▸ Prompt
Write the listing below out again word for word, without a single picture.
::::::::
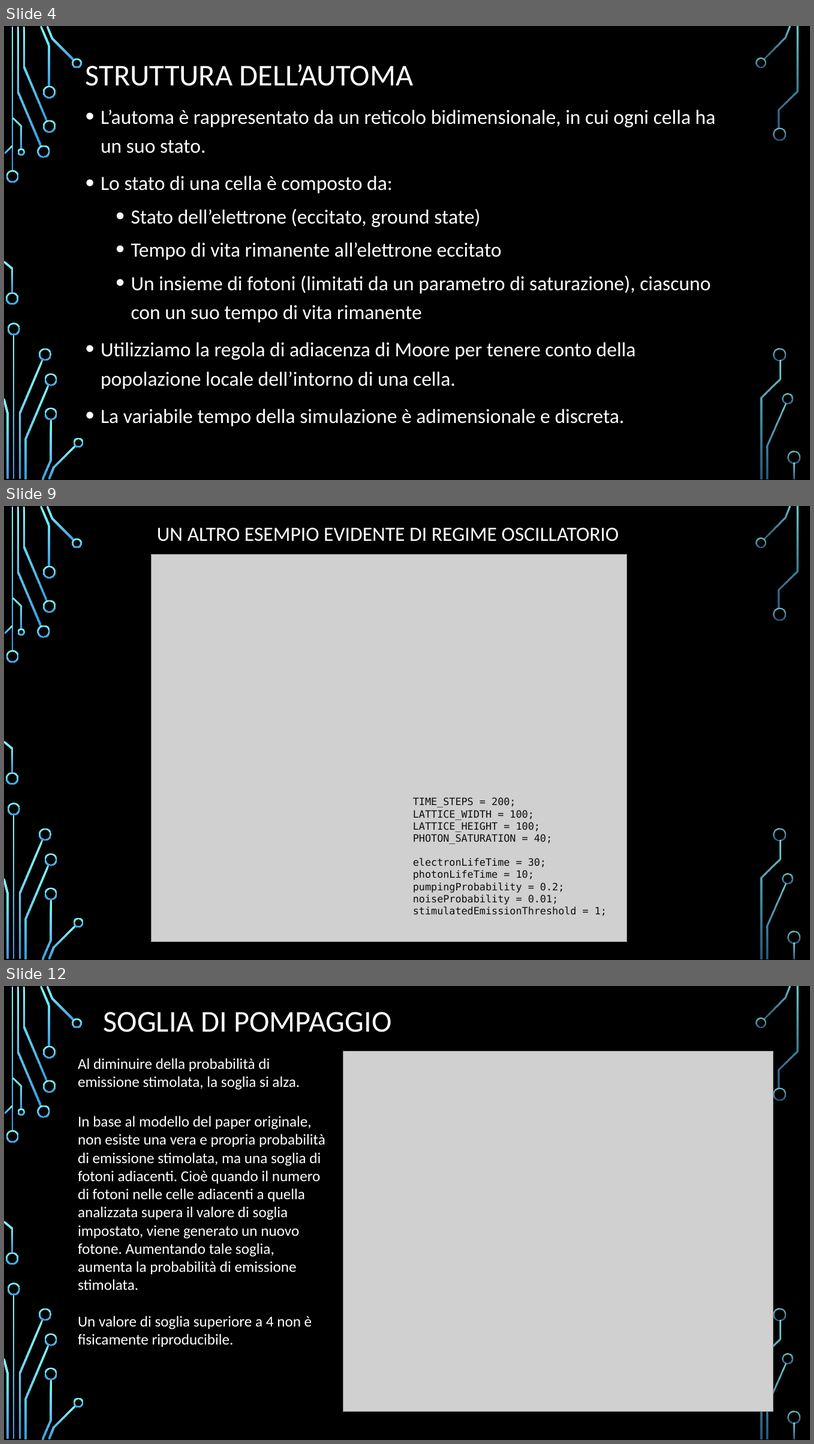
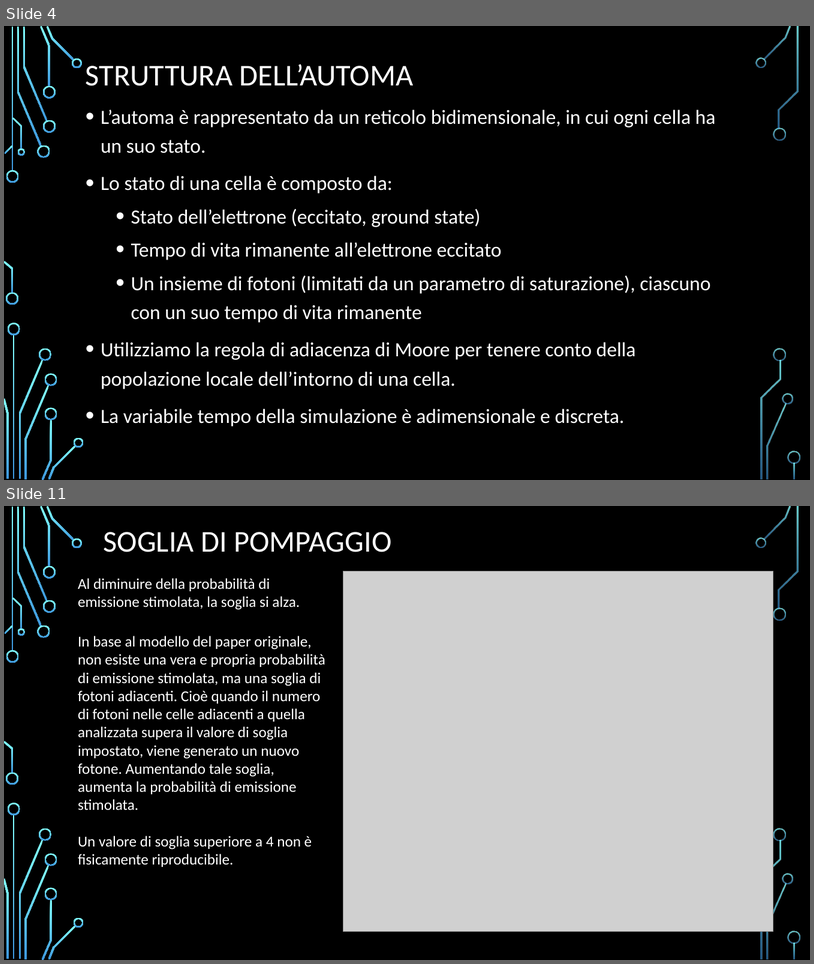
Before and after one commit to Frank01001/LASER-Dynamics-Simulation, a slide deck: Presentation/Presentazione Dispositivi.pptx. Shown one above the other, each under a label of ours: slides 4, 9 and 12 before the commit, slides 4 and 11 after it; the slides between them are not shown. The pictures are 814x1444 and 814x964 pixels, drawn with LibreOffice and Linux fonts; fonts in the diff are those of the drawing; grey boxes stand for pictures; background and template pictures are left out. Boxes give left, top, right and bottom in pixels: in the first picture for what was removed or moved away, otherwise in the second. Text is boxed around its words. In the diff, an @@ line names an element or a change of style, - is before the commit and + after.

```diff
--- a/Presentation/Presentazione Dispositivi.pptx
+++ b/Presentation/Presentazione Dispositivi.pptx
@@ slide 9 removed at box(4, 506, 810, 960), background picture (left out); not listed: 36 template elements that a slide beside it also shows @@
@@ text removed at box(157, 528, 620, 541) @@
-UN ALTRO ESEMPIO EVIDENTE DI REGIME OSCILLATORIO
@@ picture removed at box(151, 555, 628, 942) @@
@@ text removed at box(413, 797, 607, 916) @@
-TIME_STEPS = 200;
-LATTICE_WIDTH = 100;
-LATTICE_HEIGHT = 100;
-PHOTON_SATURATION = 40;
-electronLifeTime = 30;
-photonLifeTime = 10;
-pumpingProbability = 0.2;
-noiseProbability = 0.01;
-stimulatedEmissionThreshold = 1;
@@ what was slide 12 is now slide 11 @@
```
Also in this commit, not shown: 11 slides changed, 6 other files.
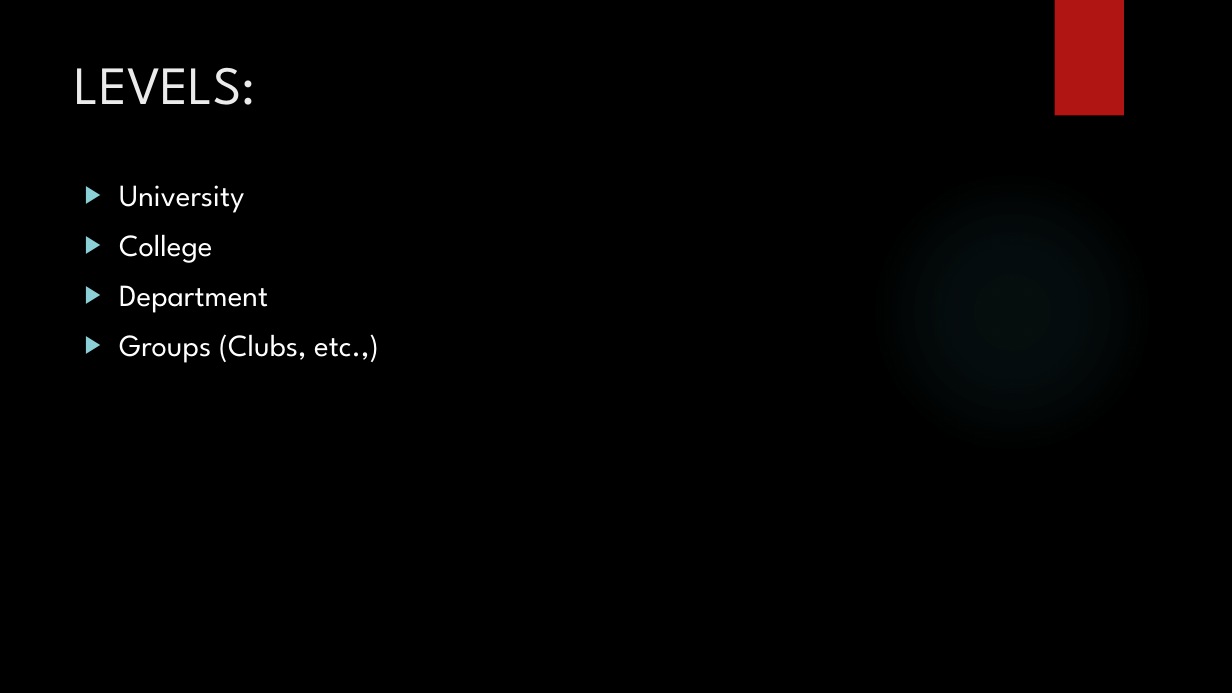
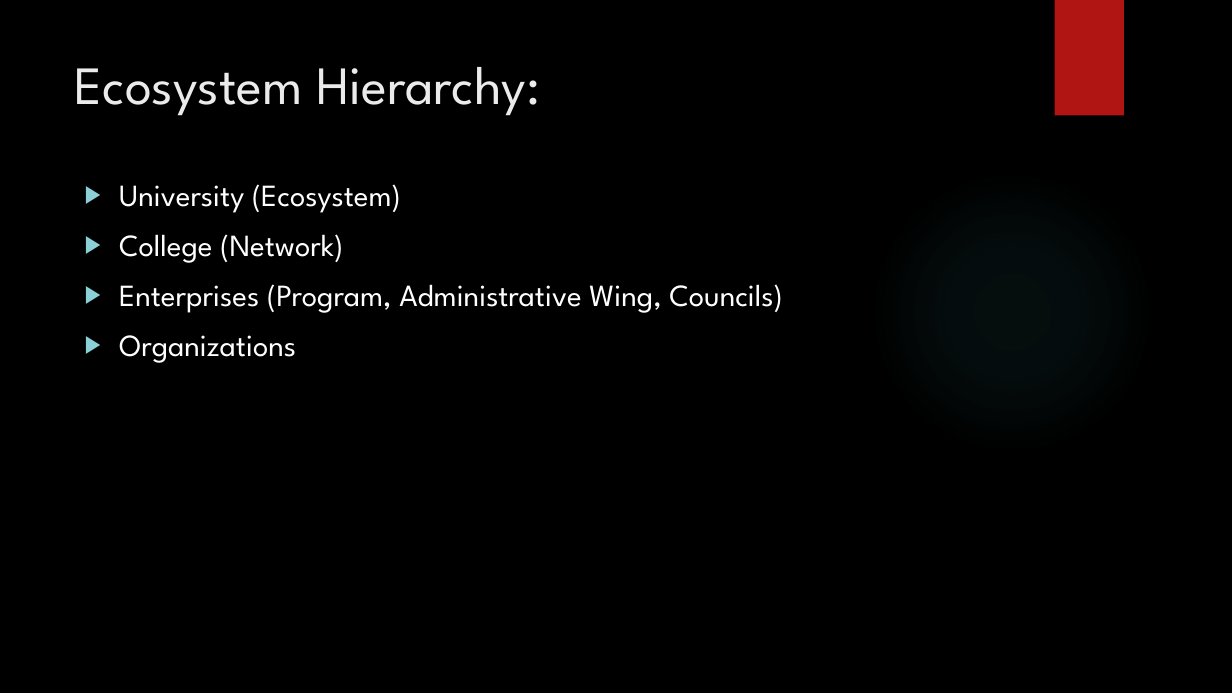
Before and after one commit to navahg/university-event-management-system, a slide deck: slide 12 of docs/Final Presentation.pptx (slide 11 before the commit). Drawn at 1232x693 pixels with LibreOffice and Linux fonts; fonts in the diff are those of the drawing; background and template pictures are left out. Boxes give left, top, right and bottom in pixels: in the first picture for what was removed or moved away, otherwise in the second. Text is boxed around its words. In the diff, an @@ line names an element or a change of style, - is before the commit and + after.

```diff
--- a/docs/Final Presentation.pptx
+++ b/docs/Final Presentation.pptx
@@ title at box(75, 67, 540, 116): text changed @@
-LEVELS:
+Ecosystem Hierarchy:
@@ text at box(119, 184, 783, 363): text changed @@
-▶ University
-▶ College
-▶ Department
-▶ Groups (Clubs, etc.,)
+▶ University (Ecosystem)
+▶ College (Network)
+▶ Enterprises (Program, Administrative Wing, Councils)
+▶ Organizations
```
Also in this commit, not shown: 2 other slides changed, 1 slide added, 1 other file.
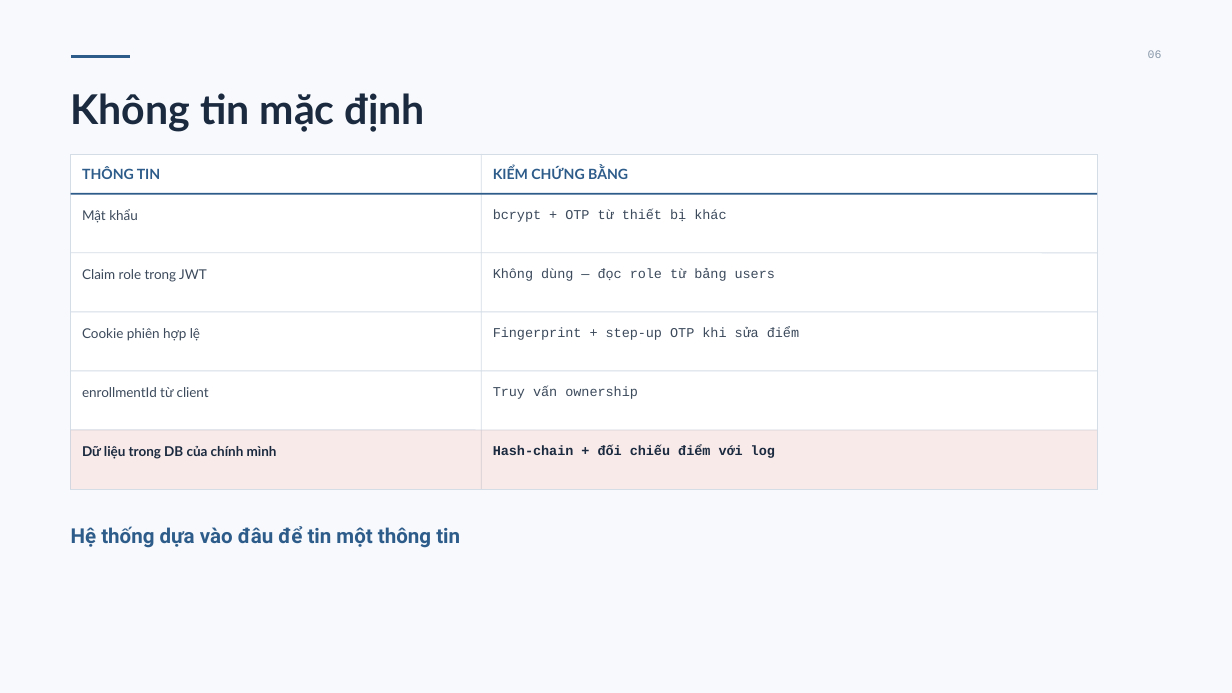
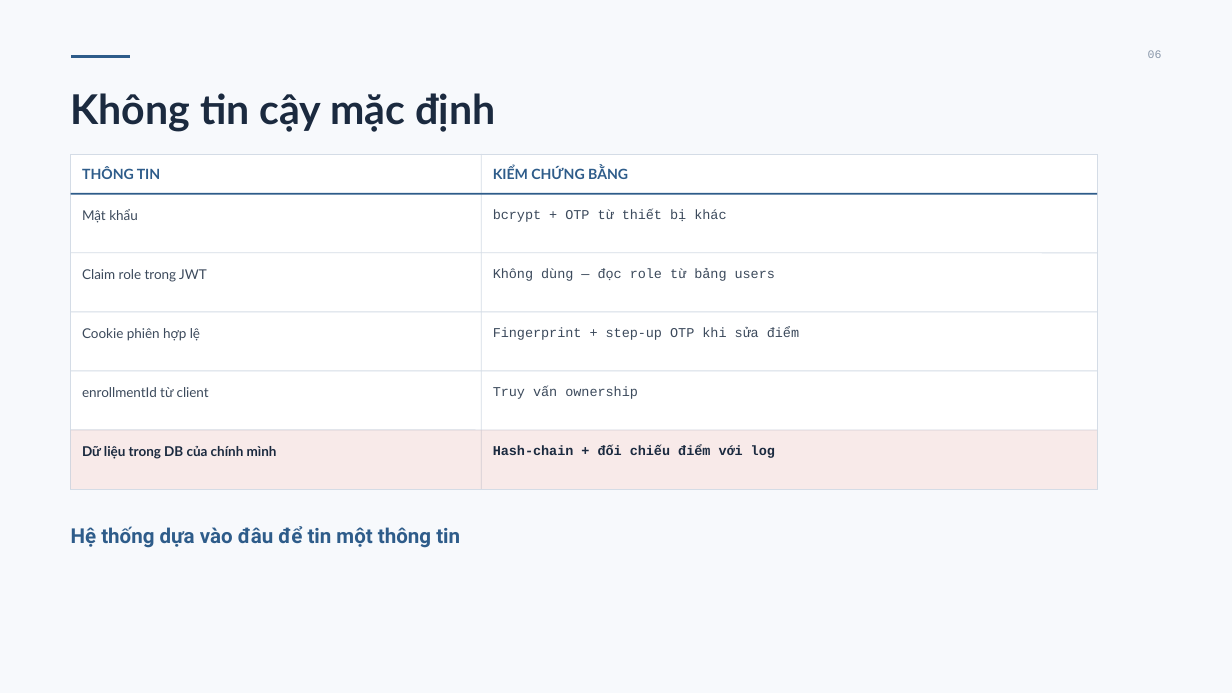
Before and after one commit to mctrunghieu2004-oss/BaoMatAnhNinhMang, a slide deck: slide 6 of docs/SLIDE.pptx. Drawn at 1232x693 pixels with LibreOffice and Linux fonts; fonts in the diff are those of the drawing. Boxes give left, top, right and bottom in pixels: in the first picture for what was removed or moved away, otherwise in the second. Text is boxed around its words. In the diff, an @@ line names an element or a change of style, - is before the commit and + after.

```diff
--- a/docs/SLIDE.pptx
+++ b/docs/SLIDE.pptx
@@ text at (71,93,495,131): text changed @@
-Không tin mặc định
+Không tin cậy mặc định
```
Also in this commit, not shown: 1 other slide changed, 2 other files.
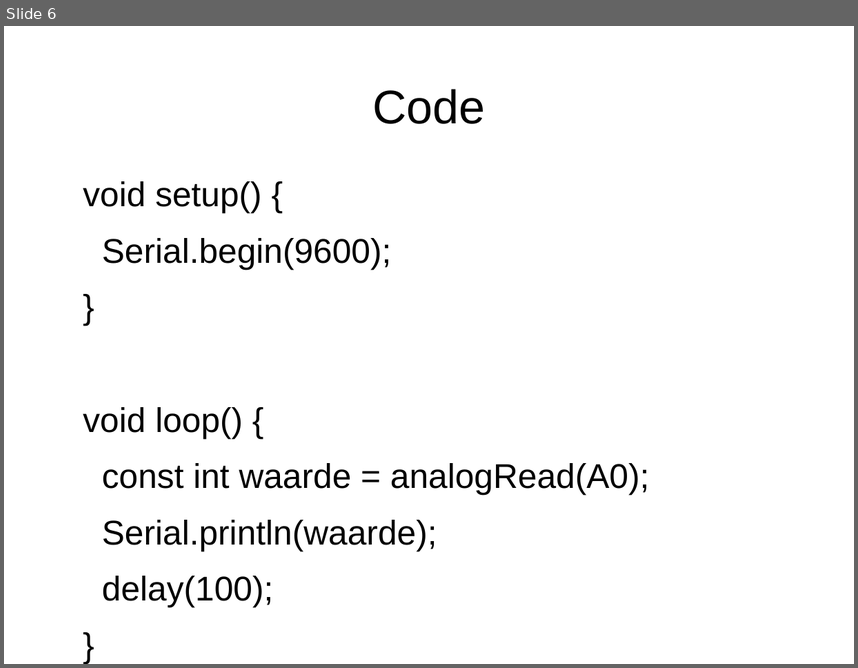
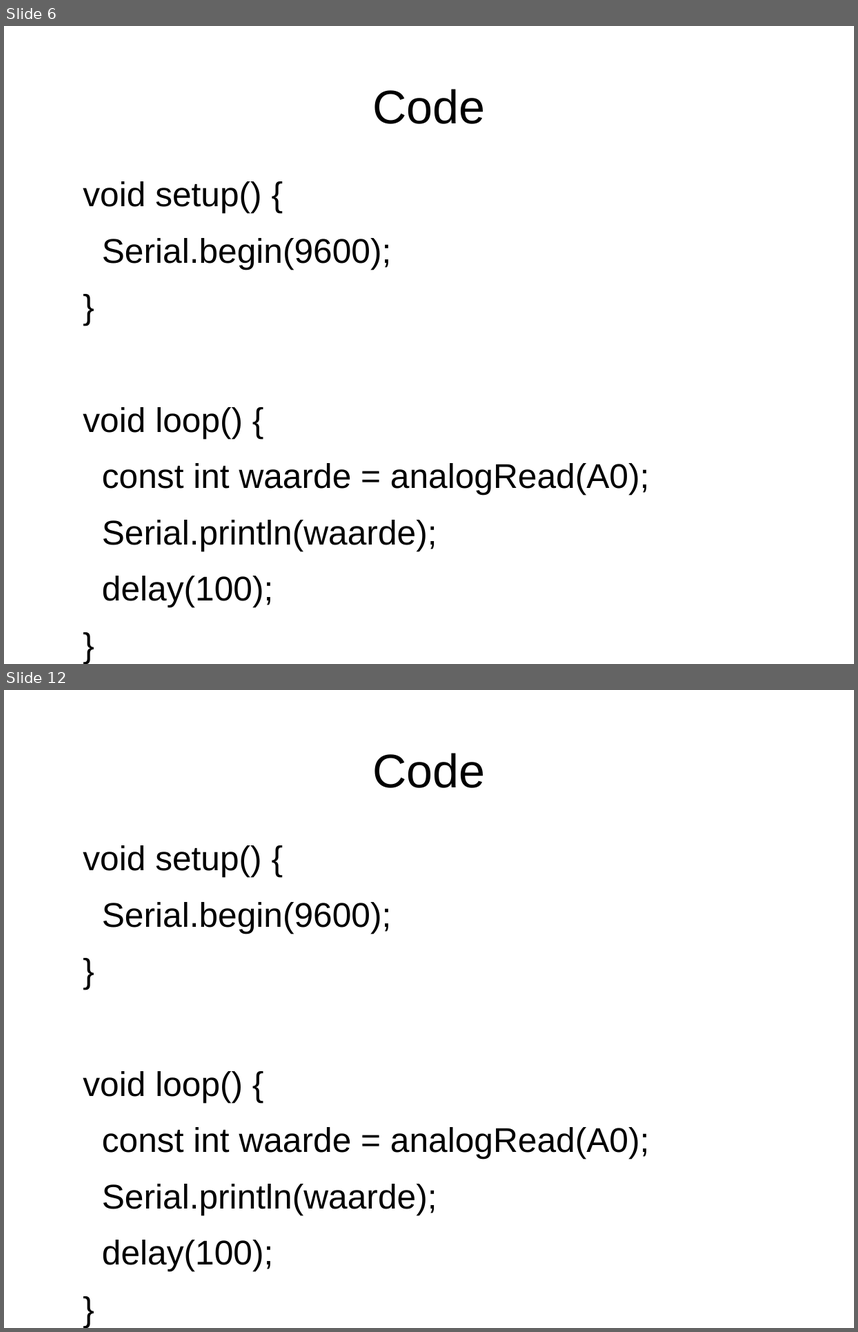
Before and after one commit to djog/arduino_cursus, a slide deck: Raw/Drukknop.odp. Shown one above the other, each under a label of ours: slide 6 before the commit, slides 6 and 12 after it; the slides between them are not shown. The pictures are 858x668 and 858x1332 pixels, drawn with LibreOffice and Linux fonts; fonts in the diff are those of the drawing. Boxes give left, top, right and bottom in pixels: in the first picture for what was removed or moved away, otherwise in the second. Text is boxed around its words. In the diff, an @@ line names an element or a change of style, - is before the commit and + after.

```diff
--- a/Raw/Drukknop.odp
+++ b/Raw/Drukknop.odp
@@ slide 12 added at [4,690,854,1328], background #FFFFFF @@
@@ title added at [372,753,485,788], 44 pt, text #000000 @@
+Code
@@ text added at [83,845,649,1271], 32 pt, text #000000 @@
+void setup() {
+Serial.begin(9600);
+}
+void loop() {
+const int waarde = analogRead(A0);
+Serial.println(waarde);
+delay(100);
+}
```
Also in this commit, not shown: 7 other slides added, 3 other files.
::::::::
▸ Task response
Before and after one commit to Frank01001/LASER-Dynamics-Simulation, a slide deck: Presentation/Presentazione Dispositivi.pptx. Shown one above the other, each under a label of ours: slides 4, 9 and 12 before the commit, slides 4 and 11 after it; the slides between them are not shown. The pictures are 814x1444 and 814x964 pixels, drawn with LibreOffice and Linux fonts; fonts in the diff are those of the drawing; grey boxes stand for pictures; background and template pictures are left out. Boxes give left, top, right and bottom in pixels: in the first picture for what was removed or moved away, otherwise in the second. Text is boxed around its words. In the diff, an @@ line names an element or a change of style, - is before the commit and + after.

```diff
--- a/Presentation/Presentazione Dispositivi.pptx
+++ b/Presentation/Presentazione Dispositivi.pptx
@@ slide 9 removed at box(4, 506, 810, 960), background picture (left out); not listed: 36 template elements that a slide beside it also shows @@
@@ text removed at box(157, 528, 620, 541) @@
-UN ALTRO ESEMPIO EVIDENTE DI REGIME OSCILLATORIO
@@ picture removed at box(151, 555, 628, 942) @@
@@ text removed at box(413, 797, 607, 916) @@
-TIME_STEPS = 200;
-LATTICE_WIDTH = 100;
-LATTICE_HEIGHT = 100;
-PHOTON_SATURATION = 40;
-electronLifeTime = 30;
-photonLifeTime = 10;
-pumpingProbability = 0.2;
-noiseProbability = 0.01;
-stimulatedEmissionThreshold = 1;
@@ what was slide 12 is now slide 11 @@
```
Also in this commit, not shown: 11 slides changed, 6 other files.
Before and after one commit to navahg/university-event-management-system, a slide deck: slide 12 of docs/Final Presentation.pptx (slide 11 before the commit). Drawn at 1232x693 pixels with LibreOffice and Linux fonts; fonts in the diff are those of the drawing; background and template pictures are left out. Boxes give left, top, right and bottom in pixels: in the first picture for what was removed or moved away, otherwise in the second. Text is boxed around its words. In the diff, an @@ line names an element or a change of style, - is before the commit and + after.

```diff
--- a/docs/Final Presentation.pptx
+++ b/docs/Final Presentation.pptx
@@ title at box(75, 67, 540, 116): text changed @@
-LEVELS:
+Ecosystem Hierarchy:
@@ text at box(119, 184, 783, 363): text changed @@
-▶ University
-▶ College
-▶ Department
-▶ Groups (Clubs, etc.,)
+▶ University (Ecosystem)
+▶ College (Network)
+▶ Enterprises (Program, Administrative Wing, Councils)
+▶ Organizations
```
Also in this commit, not shown: 2 other slides changed, 1 slide added, 1 other file.
Before and after one commit to mctrunghieu2004-oss/BaoMatAnhNinhMang, a slide deck: slide 6 of docs/SLIDE.pptx. Drawn at 1232x693 pixels with LibreOffice and Linux fonts; fonts in the diff are those of the drawing. Boxes give left, top, right and bottom in pixels: in the first picture for what was removed or moved away, otherwise in the second. Text is boxed around its words. In the diff, an @@ line names an element or a change of style, - is before the commit and + after.

```diff
--- a/docs/SLIDE.pptx
+++ b/docs/SLIDE.pptx
@@ text at (71,93,495,131): text changed @@
-Không tin mặc định
+Không tin cậy mặc định
```
Also in this commit, not shown: 1 other slide changed, 2 other files.
Before and after one commit to djog/arduino_cursus, a slide deck: Raw/Drukknop.odp. Shown one above the other, each under a label of ours: slide 6 before the commit, slides 6 and 12 after it; the slides between them are not shown. The pictures are 858x668 and 858x1332 pixels, drawn with LibreOffice and Linux fonts; fonts in the diff are those of the drawing. Boxes give left, top, right and bottom in pixels: in the first picture for what was removed or moved away, otherwise in the second. Text is boxed around its words. In the diff, an @@ line names an element or a change of style, - is before the commit and + after.

```diff
--- a/Raw/Drukknop.odp
+++ b/Raw/Drukknop.odp
@@ slide 12 added at [4,690,854,1328], background #FFFFFF @@
@@ title added at [372,753,485,788], 44 pt, text #000000 @@
+Code
@@ text added at [83,845,649,1271], 32 pt, text #000000 @@
+void setup() {
+Serial.begin(9600);
+}
+void loop() {
+const int waarde = analogRead(A0);
+Serial.println(waarde);
+delay(100);
+}
```
Also in this commit, not shown: 7 other slides added, 3 other files.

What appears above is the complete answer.